Waiting

Winter is slowly turning into spring here. Lambs are gambolling in the fields, snowdrops, crocuses and daffodils are beginning to poke their heads out of their warm winter beds and the birds are becoming more active as they plan to start their new families. We still have about 6 weeks before our ewes start to lamb, and we are ticking off the days, beginning preparations such as making sure we have all the necessary drugs and supplies, getting all the ewes vaccinated so that they and the lambs stay healthy, and working out which fields each group is going to go to! I am also waiting to find out what’s wrong with my knee. I had the MRI scan last night, so hopefully we will get some answers in about 2 weeks. Whether the news will turn out to be good or bad remains to be seen, but at least we will know what’s actually going on and hopefully have an end in sight.

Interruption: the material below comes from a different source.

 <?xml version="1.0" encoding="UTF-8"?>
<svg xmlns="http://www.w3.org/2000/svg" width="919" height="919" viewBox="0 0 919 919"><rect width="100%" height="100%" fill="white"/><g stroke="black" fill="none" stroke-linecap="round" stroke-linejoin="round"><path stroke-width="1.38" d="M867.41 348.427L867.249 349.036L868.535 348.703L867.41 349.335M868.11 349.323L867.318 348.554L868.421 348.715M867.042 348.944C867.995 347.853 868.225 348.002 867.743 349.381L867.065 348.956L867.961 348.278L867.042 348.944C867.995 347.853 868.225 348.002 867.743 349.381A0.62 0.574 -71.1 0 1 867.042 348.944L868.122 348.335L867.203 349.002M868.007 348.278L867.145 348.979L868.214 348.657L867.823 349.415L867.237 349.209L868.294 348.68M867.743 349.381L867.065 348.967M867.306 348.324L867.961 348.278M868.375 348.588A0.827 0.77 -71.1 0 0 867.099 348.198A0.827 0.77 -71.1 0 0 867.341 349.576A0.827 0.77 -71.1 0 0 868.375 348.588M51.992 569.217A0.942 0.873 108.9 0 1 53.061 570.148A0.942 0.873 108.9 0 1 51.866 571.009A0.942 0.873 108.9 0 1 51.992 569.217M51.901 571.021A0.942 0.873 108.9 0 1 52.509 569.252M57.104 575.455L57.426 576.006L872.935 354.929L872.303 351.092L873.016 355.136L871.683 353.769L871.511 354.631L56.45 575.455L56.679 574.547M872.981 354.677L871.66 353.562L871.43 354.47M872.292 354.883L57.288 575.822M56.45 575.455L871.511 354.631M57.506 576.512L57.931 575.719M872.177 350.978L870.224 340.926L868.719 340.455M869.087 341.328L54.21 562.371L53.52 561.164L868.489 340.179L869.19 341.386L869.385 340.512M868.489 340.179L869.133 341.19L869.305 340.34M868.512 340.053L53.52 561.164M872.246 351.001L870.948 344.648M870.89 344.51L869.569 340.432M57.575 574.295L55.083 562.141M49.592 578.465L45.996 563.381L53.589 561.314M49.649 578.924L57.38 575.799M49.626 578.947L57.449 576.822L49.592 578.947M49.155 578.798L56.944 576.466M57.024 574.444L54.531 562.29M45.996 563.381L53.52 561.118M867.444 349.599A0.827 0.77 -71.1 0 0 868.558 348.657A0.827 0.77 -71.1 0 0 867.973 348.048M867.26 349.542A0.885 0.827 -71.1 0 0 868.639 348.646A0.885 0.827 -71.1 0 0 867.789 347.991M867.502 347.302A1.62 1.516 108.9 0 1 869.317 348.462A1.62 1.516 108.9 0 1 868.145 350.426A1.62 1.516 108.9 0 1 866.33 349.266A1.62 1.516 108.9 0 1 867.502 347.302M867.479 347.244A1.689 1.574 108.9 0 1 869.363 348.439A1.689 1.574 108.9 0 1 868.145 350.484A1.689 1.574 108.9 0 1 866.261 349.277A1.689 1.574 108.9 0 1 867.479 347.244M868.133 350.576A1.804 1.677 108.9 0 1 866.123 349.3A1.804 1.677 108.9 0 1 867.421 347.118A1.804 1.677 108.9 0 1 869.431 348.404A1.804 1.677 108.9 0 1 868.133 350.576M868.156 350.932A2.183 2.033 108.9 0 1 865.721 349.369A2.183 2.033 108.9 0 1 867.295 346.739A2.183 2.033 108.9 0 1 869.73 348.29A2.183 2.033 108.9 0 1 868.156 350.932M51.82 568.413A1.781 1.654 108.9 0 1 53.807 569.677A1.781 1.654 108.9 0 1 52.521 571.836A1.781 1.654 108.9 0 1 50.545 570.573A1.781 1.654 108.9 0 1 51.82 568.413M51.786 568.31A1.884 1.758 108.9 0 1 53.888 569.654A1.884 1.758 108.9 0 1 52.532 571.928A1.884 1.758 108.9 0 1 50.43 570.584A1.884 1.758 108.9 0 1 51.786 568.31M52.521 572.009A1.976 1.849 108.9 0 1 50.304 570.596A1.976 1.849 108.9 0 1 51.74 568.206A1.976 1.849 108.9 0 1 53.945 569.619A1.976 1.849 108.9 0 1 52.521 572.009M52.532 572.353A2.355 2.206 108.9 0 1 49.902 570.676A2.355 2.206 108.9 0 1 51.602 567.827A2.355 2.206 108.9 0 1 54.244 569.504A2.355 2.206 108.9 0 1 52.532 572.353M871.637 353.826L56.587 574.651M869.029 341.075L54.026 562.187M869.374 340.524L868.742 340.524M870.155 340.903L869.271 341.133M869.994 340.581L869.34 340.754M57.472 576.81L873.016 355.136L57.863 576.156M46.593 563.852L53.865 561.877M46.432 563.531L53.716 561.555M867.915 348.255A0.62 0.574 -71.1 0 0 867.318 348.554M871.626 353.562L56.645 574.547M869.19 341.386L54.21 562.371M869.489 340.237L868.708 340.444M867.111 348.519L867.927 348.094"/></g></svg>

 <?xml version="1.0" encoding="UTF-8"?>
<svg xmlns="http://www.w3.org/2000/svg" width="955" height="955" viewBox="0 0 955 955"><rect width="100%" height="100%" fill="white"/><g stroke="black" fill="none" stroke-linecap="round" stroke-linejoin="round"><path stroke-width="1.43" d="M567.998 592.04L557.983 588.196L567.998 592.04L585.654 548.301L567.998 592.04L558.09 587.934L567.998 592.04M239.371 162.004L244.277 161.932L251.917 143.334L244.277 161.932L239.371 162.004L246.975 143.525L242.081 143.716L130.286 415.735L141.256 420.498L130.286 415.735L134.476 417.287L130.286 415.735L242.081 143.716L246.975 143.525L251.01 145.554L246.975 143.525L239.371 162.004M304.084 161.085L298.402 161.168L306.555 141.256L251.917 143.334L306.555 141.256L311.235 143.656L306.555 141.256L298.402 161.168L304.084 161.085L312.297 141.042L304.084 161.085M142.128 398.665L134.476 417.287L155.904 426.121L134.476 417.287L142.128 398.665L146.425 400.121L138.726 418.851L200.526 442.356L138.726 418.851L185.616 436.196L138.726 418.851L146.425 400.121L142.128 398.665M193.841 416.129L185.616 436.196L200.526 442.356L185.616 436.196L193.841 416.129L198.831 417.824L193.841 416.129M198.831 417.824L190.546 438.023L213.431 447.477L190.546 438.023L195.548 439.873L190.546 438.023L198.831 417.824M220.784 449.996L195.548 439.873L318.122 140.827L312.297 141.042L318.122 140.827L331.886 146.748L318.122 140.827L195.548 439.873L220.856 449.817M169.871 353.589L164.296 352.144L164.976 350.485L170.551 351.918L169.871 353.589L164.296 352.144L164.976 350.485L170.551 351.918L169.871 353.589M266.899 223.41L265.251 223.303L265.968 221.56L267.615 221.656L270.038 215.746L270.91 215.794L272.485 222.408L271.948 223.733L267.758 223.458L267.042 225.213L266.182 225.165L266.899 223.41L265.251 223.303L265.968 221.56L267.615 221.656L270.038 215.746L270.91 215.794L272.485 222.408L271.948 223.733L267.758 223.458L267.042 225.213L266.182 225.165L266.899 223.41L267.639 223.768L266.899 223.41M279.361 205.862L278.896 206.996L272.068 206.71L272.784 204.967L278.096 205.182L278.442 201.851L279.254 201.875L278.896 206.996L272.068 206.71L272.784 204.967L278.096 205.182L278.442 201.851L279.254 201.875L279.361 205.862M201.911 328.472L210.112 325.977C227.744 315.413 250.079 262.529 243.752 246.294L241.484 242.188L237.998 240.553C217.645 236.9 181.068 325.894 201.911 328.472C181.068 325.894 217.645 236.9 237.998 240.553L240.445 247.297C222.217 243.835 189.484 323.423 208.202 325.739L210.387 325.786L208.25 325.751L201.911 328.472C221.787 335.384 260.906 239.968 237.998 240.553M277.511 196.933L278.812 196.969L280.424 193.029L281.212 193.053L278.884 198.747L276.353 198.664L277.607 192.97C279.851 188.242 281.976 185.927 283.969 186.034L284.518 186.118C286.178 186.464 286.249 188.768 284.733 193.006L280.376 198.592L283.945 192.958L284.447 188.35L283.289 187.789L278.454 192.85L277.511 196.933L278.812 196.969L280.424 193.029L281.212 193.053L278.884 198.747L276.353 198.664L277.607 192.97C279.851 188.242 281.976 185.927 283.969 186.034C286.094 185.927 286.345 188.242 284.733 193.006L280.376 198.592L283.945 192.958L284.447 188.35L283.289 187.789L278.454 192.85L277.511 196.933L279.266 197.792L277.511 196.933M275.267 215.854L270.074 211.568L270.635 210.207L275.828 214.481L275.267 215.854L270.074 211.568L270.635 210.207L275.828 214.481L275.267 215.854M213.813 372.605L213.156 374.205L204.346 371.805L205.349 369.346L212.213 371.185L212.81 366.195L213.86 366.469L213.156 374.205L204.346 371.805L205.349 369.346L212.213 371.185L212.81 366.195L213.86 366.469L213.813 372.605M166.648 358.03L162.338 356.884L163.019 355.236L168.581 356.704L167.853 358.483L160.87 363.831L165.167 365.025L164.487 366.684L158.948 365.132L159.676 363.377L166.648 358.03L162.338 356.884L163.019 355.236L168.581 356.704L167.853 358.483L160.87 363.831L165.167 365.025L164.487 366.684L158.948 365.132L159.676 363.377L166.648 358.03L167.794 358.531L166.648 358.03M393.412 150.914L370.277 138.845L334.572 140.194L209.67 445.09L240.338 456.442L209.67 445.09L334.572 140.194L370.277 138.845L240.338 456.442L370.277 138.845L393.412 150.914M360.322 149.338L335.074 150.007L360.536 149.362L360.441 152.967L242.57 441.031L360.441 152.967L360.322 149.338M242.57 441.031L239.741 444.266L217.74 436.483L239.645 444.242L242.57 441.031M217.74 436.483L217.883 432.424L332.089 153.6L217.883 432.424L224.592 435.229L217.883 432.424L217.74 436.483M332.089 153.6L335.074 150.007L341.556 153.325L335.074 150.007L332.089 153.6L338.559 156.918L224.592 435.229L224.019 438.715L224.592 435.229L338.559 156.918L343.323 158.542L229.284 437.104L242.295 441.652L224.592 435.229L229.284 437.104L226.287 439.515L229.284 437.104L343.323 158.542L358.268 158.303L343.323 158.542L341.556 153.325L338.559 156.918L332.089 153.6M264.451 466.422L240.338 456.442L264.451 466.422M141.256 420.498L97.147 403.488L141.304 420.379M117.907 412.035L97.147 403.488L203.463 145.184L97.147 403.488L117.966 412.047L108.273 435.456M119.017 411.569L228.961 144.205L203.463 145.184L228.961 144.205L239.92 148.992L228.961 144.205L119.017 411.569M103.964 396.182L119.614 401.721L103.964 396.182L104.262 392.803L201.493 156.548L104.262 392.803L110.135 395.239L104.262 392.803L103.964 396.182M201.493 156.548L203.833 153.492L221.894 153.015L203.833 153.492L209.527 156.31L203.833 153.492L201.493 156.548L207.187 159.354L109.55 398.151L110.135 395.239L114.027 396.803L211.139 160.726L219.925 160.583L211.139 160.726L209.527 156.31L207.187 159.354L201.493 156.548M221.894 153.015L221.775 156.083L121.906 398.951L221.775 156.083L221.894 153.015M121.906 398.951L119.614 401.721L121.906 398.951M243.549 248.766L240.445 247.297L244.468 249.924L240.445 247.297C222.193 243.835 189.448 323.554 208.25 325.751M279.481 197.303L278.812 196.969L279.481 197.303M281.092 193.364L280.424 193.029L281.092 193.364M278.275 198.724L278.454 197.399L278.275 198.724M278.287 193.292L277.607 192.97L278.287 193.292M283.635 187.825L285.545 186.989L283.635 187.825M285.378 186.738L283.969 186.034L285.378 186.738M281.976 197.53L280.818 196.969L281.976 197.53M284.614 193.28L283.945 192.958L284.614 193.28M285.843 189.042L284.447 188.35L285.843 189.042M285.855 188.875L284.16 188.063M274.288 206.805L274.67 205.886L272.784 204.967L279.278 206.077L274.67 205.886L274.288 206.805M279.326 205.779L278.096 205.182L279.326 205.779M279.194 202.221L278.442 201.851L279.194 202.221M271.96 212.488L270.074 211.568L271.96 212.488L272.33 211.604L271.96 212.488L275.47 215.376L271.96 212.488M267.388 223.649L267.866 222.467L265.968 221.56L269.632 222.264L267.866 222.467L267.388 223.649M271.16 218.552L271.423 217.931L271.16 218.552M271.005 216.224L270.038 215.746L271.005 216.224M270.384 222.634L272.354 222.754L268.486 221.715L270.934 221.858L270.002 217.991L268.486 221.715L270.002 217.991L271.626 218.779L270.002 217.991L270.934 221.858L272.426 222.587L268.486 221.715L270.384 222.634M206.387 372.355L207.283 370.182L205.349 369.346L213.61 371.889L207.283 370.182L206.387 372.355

To keep busy, I’ve started making my own bread. I’d tried in the past and never had a huge amount of success, but after the bread we normally buy went up by 5p a loaf we decided it would be cheaper to make our own. My husband was talking about getting a breadmaker, but I’v had my heart set on a stand mixer for a long time and as they cost about the same (2nd hand) and have far more uses, I persuaded him that was the way to go. I quickly found on, fairly locally, on a preloved selling site, at a decent price and with a huge number of attachments, which appear to be unused and in their original boxes. A few days later, armed with my new mixer and the necessary ingredients, I set about making my first loaf of bread. It had been my birthday recently, the mixer being a sort of birthday present, and my parents had bought me a new set of scales, the type with a dial on the front that weighs in kg and lbs, and a dish that sits on top to hold the ingredients. I put all the ingredients in the mixer bowl and set it going. ‘It shouldn’t be this wet’ I remarked to DH, watching it slop around in the bowl. ‘There’s no way it will be handle-able, maybe the recipe was written down wrong or I shouldn’t have put all the water in’. ‘Just dump some more flour in’, he helpfully replied. I poured in enough extra flour to make the dough at least bind together and hoped we’d get something edible as the result. It rose quite nicely, but by the time it was baked it was about 3 inches high, the flattest loaf of bread I’d ever seen. Despite being more crumpet-like in appearance, with large air holes in every slice, it tasted so much better than the shop-bought loaf. I decided to try again in a day or two but with a difference recipe.

As I sat at the table enjoying a hot cup of tea and reflecting on the bread making experience, I was idly looking at the scales on the table in front of me and thinking that there was a slight design flaw. The kg are marked around the outside and the lbs are marked on the inside of the dial. The needle that points to the weight is fairly wide at the middle and narrows down to a point by the time it hits the kg markings. The only problem is that it is still a bit wide where it points to the lb markings, and it can be hard to see exactly where it is pointing. ‘Well that shouldn’t have been an issue today’, I thought. ‘The weights were all in kg’. A pause, and then, ‘No, I can’t have been that stupid!’. I stared at the scales, thought a moment, then grabbed the half-used bag of flour and weighed it. That confirmed my suspicions. I WAS that stupid. Instead of using a kg of flour, I had used a lb. No wonder it was so wet!

I tried again once we had eaten all the crumpet-loaf, making sure to use the correct amounts this time, and got some sensible, normal bread. I still maintain that my underweighed bread tasted better! We are still in the trialling stage at the moment, but all the bread has been perfectly edible, tasty in fact. The little one actually eats more of the home-made bread than he ever did of the bought stuff. It will take a lot of saved 5p’s to pay for the mixer, but long term I think we’re on to a winner.